SCOTT: I still would’ve never even imagined now. And it’s so much fun because the two times where we’ve DJed with her, we literally will just meet up at the decks talking as we’re DJing. With any duo DJing, you’re just talking back and forth with the person and being like, “Oh, what should we play next? I don’t know if the crowd will like this one. Maybe we should go in this direction.” But then Kesha is part of that conversation too.
KHAN: She asked me, “How do we wake them up?” And I was like, “We need a hit.”
SCOTT: It feels so college group project.
RUSSELL: But no one’s slacking. Who’s someone that you haven’t been able to share this stage with but is next on the bucket list?
KHAN: We accept opportunities as they come from our girls, but we’re not on this mission to join anyone. Well, obviously, I want to. But it’s not like we’re campaigning for it.
RUSSELL: You’re not clout chasing, I get it.

SCOTT: Obviously, Kesha is more of an icon to us. But typically with our collaborations, it’s literally just our best friends. We just had a remix come out with After, and we have been such good friends with them for so long that the remix came so naturally. With Nina [Ninajirachi] too, we’ve been touring with her since 2024 and we became best friends and eventually that led to us having our collab song, and then this tour that we’re now doing in the fall with her that we’re so excited about.
RUSSELL: What’s been your favorite show to play?
SCOTT: Off the top of my head, Boston, Austin, San Francisco and, of course, New York.
KHAN: Toronto was good.
SCOTT: This whole run this week of New York, DC, Toronto, and Montreal was insane. Most times, our favorites really get determined by our own experience of, “Oh, this stage setup is easy to navigate” or “We had good food that day.”
RUSSELL: What are your tour essentials?
SCOTT: iPhone, computer, camera.
KHAN: Makeup.
SCOTT: Fake hair. I need to get new extensions. My extensions got fried two weeks into this tour, and then I literally have just been trying to stretch them out for the rest.
RUSSELL: Where do you get your hair? I’m a wig wearer, so any conversation about hair I love.

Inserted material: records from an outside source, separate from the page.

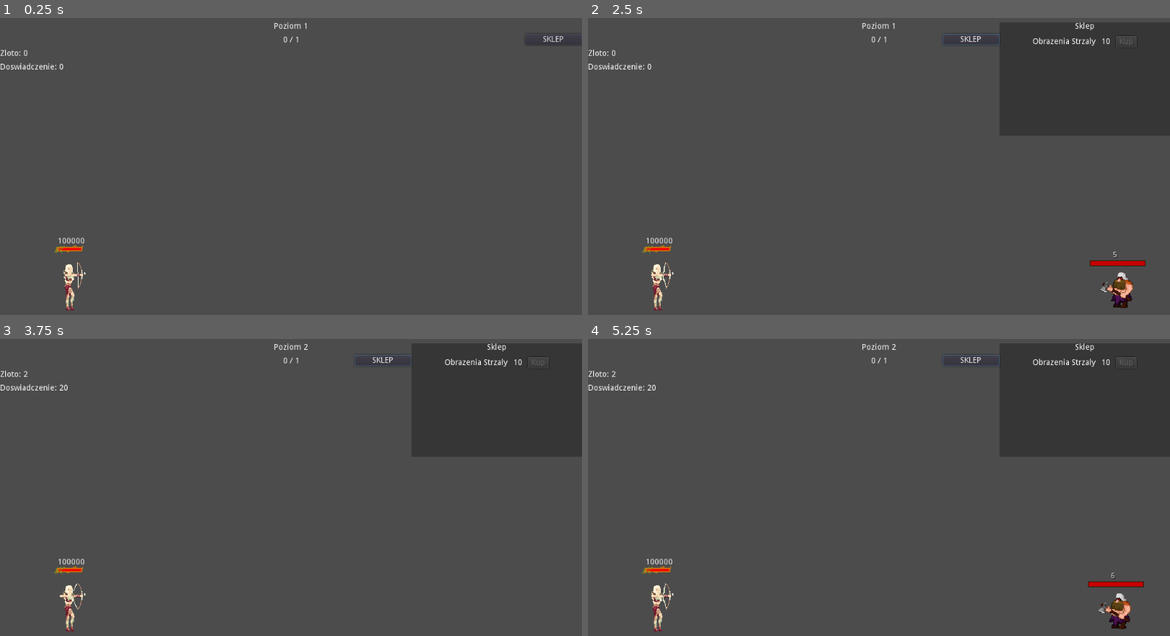
Above: before the commit, frames 1-4 (two rows, left to right).
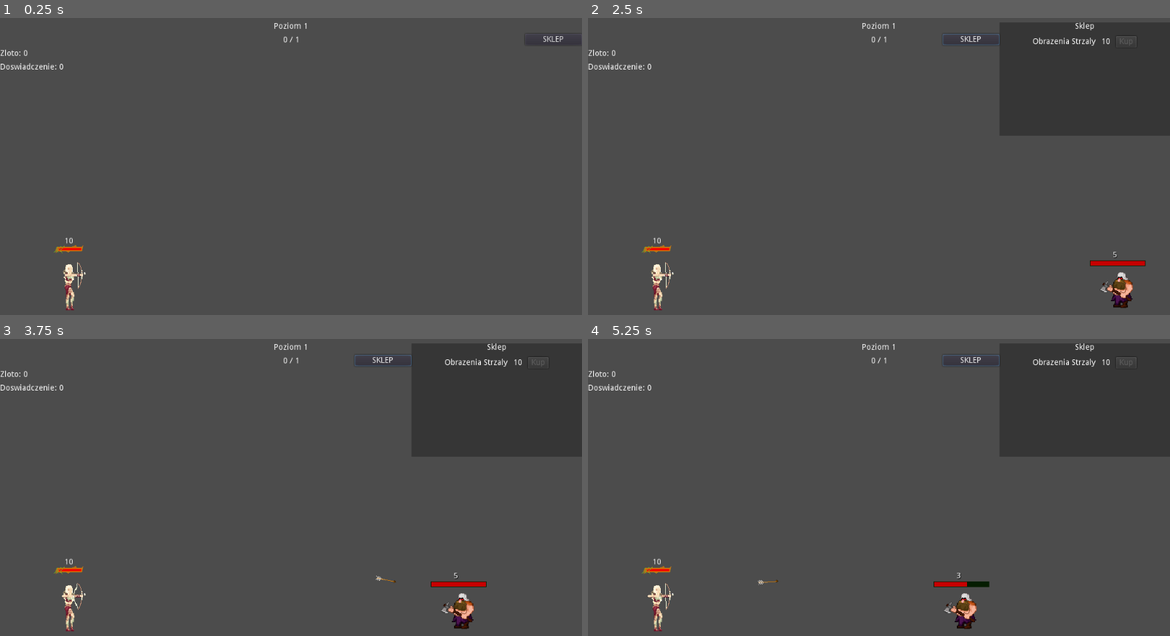
Above: after the commit, the same moments.

Repository: Flying-Octopus-Team/Asterielle
Game: Godot game, scene res://Scenes/World.tscn
Two runs of this game, one before a commit and one after it. Both use one fixed random seed, a clock stepped at 60 frames per second and the inputs below.
Inputs (mouse positions are in pixels of both pictures, inside the frame that each line leads up to):
- Up to frame 1 (0.25 s): no input
- Up to frame 2 (2.5 s): click "SKLEP" at 0.5 s; click "SKLEP" at 1.25 s; click "SKLEP" at 2 s
- Up to frame 3 (3.75 s): move the mouse to (419, 472) at 2.77 s; click (419, 472) at 2.85 s; move the mouse to (174, 508) at 3.52 s; click (174, 508) at 3.6 s
- Up to frame 4 (5.25 s): move the mouse to (937, 416) at 4.27 s; click (937, 416) at 4.35 s; move the mouse to (849, 558) at 5.02 s; click (849, 558) at 5.1 s

The runs differ from the first frame. In frame 1, less than 0.1% of the frame differs, in the area x 10-15%, y 73-77%; in frame 2, less than 0.1%; in frame 3, 0.7%; in frame 4, 1.3%, in the area x 4-96%, y 1-98%.

Commit message:
Code refactorysation
Make boss as inheritance of Dwarf scene + code refactorysation

Diff:
--- a/Scenes/Boss.tscn
+++ b/Scenes/Boss.tscn
@@ -1,85 +1,47 @@
 [gd_scene load_steps=5 format=2]
 
-[ext_resource path="res://Scripts/Boss.gd" type="Script" id=1]
-[ext_resource path="res://Textures/dwarf.png" type="Texture" id=2]
-[ext_resource path="res://Textures/OnePixel.png" type="Texture" id=3]
+[ext_resource path="res://Scenes/Dwarf.tscn" type="PackedScene" id=1]
+[ext_resource path="res://Scripts/Boss.gd" type="Script" id=2]
+[ext_resource path="res://Scenes/BossTimeToKillCanvas.tscn" type="PackedScene" id=3]
 
 [sub_resource type="RectangleShape2D" id=1]
-extents = Vector2( 64, 64.2514 )
+extents = Vector2( 36, 59 )
 
-[node name="Boss" type="KinematicBody2D"]
-collision_layer = 2
-collision_mask = 4
-script = ExtResource( 1 )
+[node name="Boss" index="0" instance=ExtResource( 1 )]
+script = ExtResource( 2 )
 move_speed = 60.0
 
-[node name="Sprite" type="Sprite" parent="."]
-modulate = Color( 1, 0.819608, 0.819608, 1 )
-position = Vector2( 0, -50 )
+[node name="Sprite" parent="." index="0"]
+position = Vector2( -1, -48 )
 scale = Vector2( 2.5, 2.5 )
-texture = ExtResource( 2 )
 
-[node name="CollisionShape2D" type="CollisionShape2D" parent="."]
-position = Vector2( 0, -64 )
+[node name="CollisionShape2D" parent="." index="1"]
+position = Vector2( 12, -66 )
+disabled = true
+
+[node name="CollisionShape2D2" type="CollisionShape2D" parent="." index="2"]
+position = Vector2( 13, -63 )
 shape = SubResource( 1 )
 
-[node name="ElfRayCast" type="RayCast2D" parent="."]
-position = Vector2( 0, -64 )
-enabled = true
-cast_to = Vector2( -80, 0 )
-collision_mask = 8
-collide_with_areas = true
-collide_with_bodies = false
+[node name="HP" parent="." index="4"]
+position = Vector2( 0, -103 )
 
-[node name="HPBar" type="Node2D" parent="."]
-position = Vector2( 0, -160 )
+[node name="Background" parent="HP" index="0"]
+scale = Vector2( 142, 10 )
 
-[node name="Background" type="Sprite" parent="HPBar"]
-modulate = Color( 0.00392157, 0.0862745, 0, 1 )
-scale = Vector2( 142, 10 )
-texture = ExtResource( 3 )
+[node name="HPBar" parent="HP" index="1"]
+modulate = Color( 0.854902, 0.411765, 0.0901961, 1 )
+margin_left = -70.0
+margin_right = -69.0
+rect_scale = Vector2( 140, 8 )
 
-[node name="HP" type="TextureProgress" parent="HPBar"]
-modulate = Color( 1, 0.435294, 0, 1 )
-margin_left = -70.0
-margin_top = -4.0
-margin_right = -69.0
-margin_bottom = -3.0
-rect_scale = Vector2( 140, 8 )
-value = 100.0
-texture_progress = ExtResource( 3 )
+[node name="NextAttackTimer" parent="." index="5"]
+wait_time = 3.0
 
-[node name="HPLabel" type="Label" parent="HPBar"]
-margin_left = -9.0
-margin_top = -22.0
-margin_right = 8.0
-margin_bottom = -8.0
-custom_colors/font_color_shadow = Color( 0, 0, 0, 1 )
-text = "10"
-
-[node name="TimeToKill" type="Timer" parent="."]
+[node name="TimeToKill" type="Timer" parent="." index="6"]
 wait_time = 30.0
 one_shot = true
 autostart = true
 
-[node name="CanvasLayer" type="CanvasLayer" parent="."]
-
-[node name="MarginContainer" type="MarginContainer" parent="CanvasLayer"]
-margin_left = 390.0
-margin_top = 100.0
-margin_right = 633.0
-margin_bottom = 114.0
-
-[node name="CenterContainer" type="CenterContainer" parent="CanvasLayer/MarginContainer"]
-margin_right = 243.0
-margin_bottom = 14.0
-
-[node name="TimeToKillLabel" type="Label" parent="CanvasLayer/MarginContainer/CenterContainer"]
-margin_right = 243.0
-margin_bottom = 14.0
-text = "Do zabicia bossa pozostalo 30 sekund"
-
-[node name="NextAttackTimer" type="Timer" parent="."]
-wait_time = 2.0
+[node name="CanvasLayer" parent="." index="7" instance=ExtResource( 3 )]
 [connection signal="timeout" from="TimeToKill" to="." method="_on_TimeToKill_timeout"]
-[connection signal="timeout" from="NextAttackTimer" to="." method="_on_NextAttackTimer_timeout"]
--- /dev/null
+++ b/Scenes/BossTimeToKillCanvas.tscn
@@ -0,0 +1,18 @@
+[gd_scene format=2]
+
+[node name="CanvasLayer" type="CanvasLayer"]
+
+[node name="MarginContainer" type="MarginContainer" parent="."]
+margin_left = 390.0
+margin_top = 100.0
+margin_right = 633.0
+margin_bottom = 114.0
+
+[node name="CenterContainer" type="CenterContainer" parent="MarginContainer"]
+margin_right = 243.0
+margin_bottom = 14.0
+
+[node name="TimeToKillLabel" type="Label" parent="MarginContainer/CenterContainer"]
+margin_right = 243.0
+margin_bottom = 14.0
+text = "Do zabicia bossa pozostalo 30 sekund"
--- a/Scenes/Dwarf.tscn
+++ b/Scenes/Dwarf.tscn
@@ -5,7 +5,7 @@
 [ext_resource path="res://Textures/OnePixel.png" type="Texture" id=3]
 
 [sub_resource type="RectangleShape2D" id=1]
-extents = Vector2( 32, 32 )
+extents = Vector2( 20, 31 )
 
 [node name="Dwarf" type="KinematicBody2D"]
 collision_layer = 2
@@ -19,7 +19,7 @@
 texture = ExtResource( 2 )
 
 [node name="CollisionShape2D" type="CollisionShape2D" parent="."]
-position = Vector2( 0, -32 )
+position = Vector2( 7, -32 )
 shape = SubResource( 1 )
 
 [node name="ElfRayCast" type="RayCast2D" parent="."]
--- a/Scenes/Elf.tscn
+++ b/Scenes/Elf.tscn
@@ -15,8 +15,7 @@
 arrow_speed = 700.0
 arrow_gravity = 500.0
 next_arrow_wait_time = 1.0
-arrow_damage = 22.38
-hp = 100000.0
+hp = 10.0
 
 [node name="Sprite" type="Sprite" parent="."]
 position = Vector2( 0, -39 )
--- a/Scripts/Boss.gd
+++ b/Scripts/Boss.gd
@@ -1,58 +1,23 @@
-extends KinematicBody2D
+extends "res://Scripts/Dwarf.gd"
 
-signal died
 signal boss_kill_timeout
-
-export(float) var move_speed
-
-var velocity : Vector2
-var hp : float
-var damage : float
-
-var elf
 
 onready var timeToKillLabel = find_node("TimeToKillLabel")
 
 func _ready():
-	go_forward()
-
-func set_max_hp(new_max_hp):
-	hp = new_max_hp
-	$HPBar/HP.max_value = new_max_hp
-	$HPBar/HP.value = hp
-	$HPBar/HPLabel.text = str(hp)
+	update_label()
 
 func _process(delta):
+	update_label()
+
+func update_label():
 	timeToKillLabel.text = str("Do zabicia bossa pozostalo ", floor($TimeToKill.time_left), " sekund")
-
-func _physics_process(delta):
-	position += velocity * delta
-
-	if $ElfRayCast.is_colliding():
-		elf = $ElfRayCast.get_collider().get_parent()
-		velocity = Vector2.ZERO
-		$NextAttackTimer.start()
-		set_physics_process(false)
-
-func on_arrow_hit(arrow):
-	arrow.queue_free()
-
-	hp -= arrow.damage
-	if hp <= 0:
-		emit_signal("died")
-		queue_free()
-	else:
-		$HPBar/HP.value = hp
-
-	$HPBar/HPLabel.text = str(hp)
-
-func go_forward():
-	velocity = Vector2(-move_speed, 0)
 
 func _on_TimeToKill_timeout():
 	queue_free()
 	emit_signal("boss_kill_timeout")
 
+# TODO - move to another method
 func _on_NextAttackTimer_timeout():
 	if not elf.on_dwarf_hit(damage):
 		queue_free()
--- a/Scripts/DwarvesSpawner.gd
+++ b/Scripts/DwarvesSpawner.gd
@@ -17,21 +17,20 @@
 	spawn_dwarf()
 
 func spawn_dwarf():
-	var dwarf = Dwarf.instance()
+	create_dwarf(Dwarf, dwarf_damage, dwarf_max_hp, "on_Dwarf_died")
+
+func spawn_boss():
+	var boss = create_dwarf(Boss, boss_damage, boss_max_hp, "on_Boss_died")
+	boss.connect("boss_kill_timeout", level_manager, "on_Boss_kill_timeout")
+
+func create_dwarf(DwarfScene, damage:float, hp:float, on_died_func:String):
+	var dwarf = DwarfScene.instance()
 	get_parent().call_deferred("add_child", dwarf)
 	dwarf.global_position = global_position
-	dwarf.damage = dwarf_damage
-	dwarf.set_hp(dwarf_max_hp)
-	dwarf.connect("died", level_manager, "on_Dwarf_died")
-
-func spawn_boss():
-	var boss = Boss.instance()
-	get_parent().call_deferred("add_child", boss)
-	boss.global_position = global_position
-	boss.damage = boss_damage
-	boss.set_max_hp(boss_max_hp)
-	boss.connect("died", level_manager, "on_Boss_died")
-	boss.connect("boss_kill_timeout", level_manager, "on_Boss_kill_timeout")
+	dwarf.damage = damage
+	dwarf.set_hp(hp)
+	dwarf.connect("died", level_manager, on_died_func)
+	return dwarf
 
 func on_next_level(level : int):
 	dwarf_max_hp += dwarf_max_hp * level * 0.1

SCOTT: I’ve gotten hair from the hair shop, but honestly, the hair shop wasn’t really good quality. Also, just so much sparkly and shiny raw material. It’s always a big must for a MGNA Crrrta tour because it’s so much of what you wear.
KHAN: Literally becoming MGNA Crrrta.
RUSSELL: Living or dead, what icon would you want to attend a MGNA Crrrta show?
KHAN: Taylor Swift.
SCOTT: Oh, that is selfish. Farheen is the biggest Swiftie ever.
RUSSELL: What do you think Taylor Swift would say?
KHAN: I think she would have fun. It’s like her Bleachella moment.

RUSSELL: Where everyone was wanting to stone her to death for having a good time.
KHAN: After our London show a couple years ago, I messaged her because it was when she was doing Eras in London. And I was like, “Hey, if you see this, you should come after your show.”
RUSSELL: Hey, closed mouths don’t get fed. You have to take the chance because it can be the one time where she actually sees it.
KHAN: Literally.
RUSSELL: What about you, Ginger?
SCOTT: I’d want characters from dystopian novels. So literally, it’s Katniss, the kids from Narnia. There’s a perspective of them seeing the show that exists.

RUSSELL: Well, there’s a fantastical element to your whole presentation. They would feel pretty at home, in a way.
SCOTT: We grew up so intensely obsessed and fixated with all these dystopian, fantastical worlds and that definitely shaped not only MGNA Crrrta, but also this tour specifically.
RUSSELL: I’m sure you would just die if the people from The Hunger Games were like, “Hey, we want you to do a song for the new movie.”
SCOTT: Oh my god, stop.
KHAN: That’s what we’re campaigning for.
RUSSELL: I’ll let you guys get back to sleep.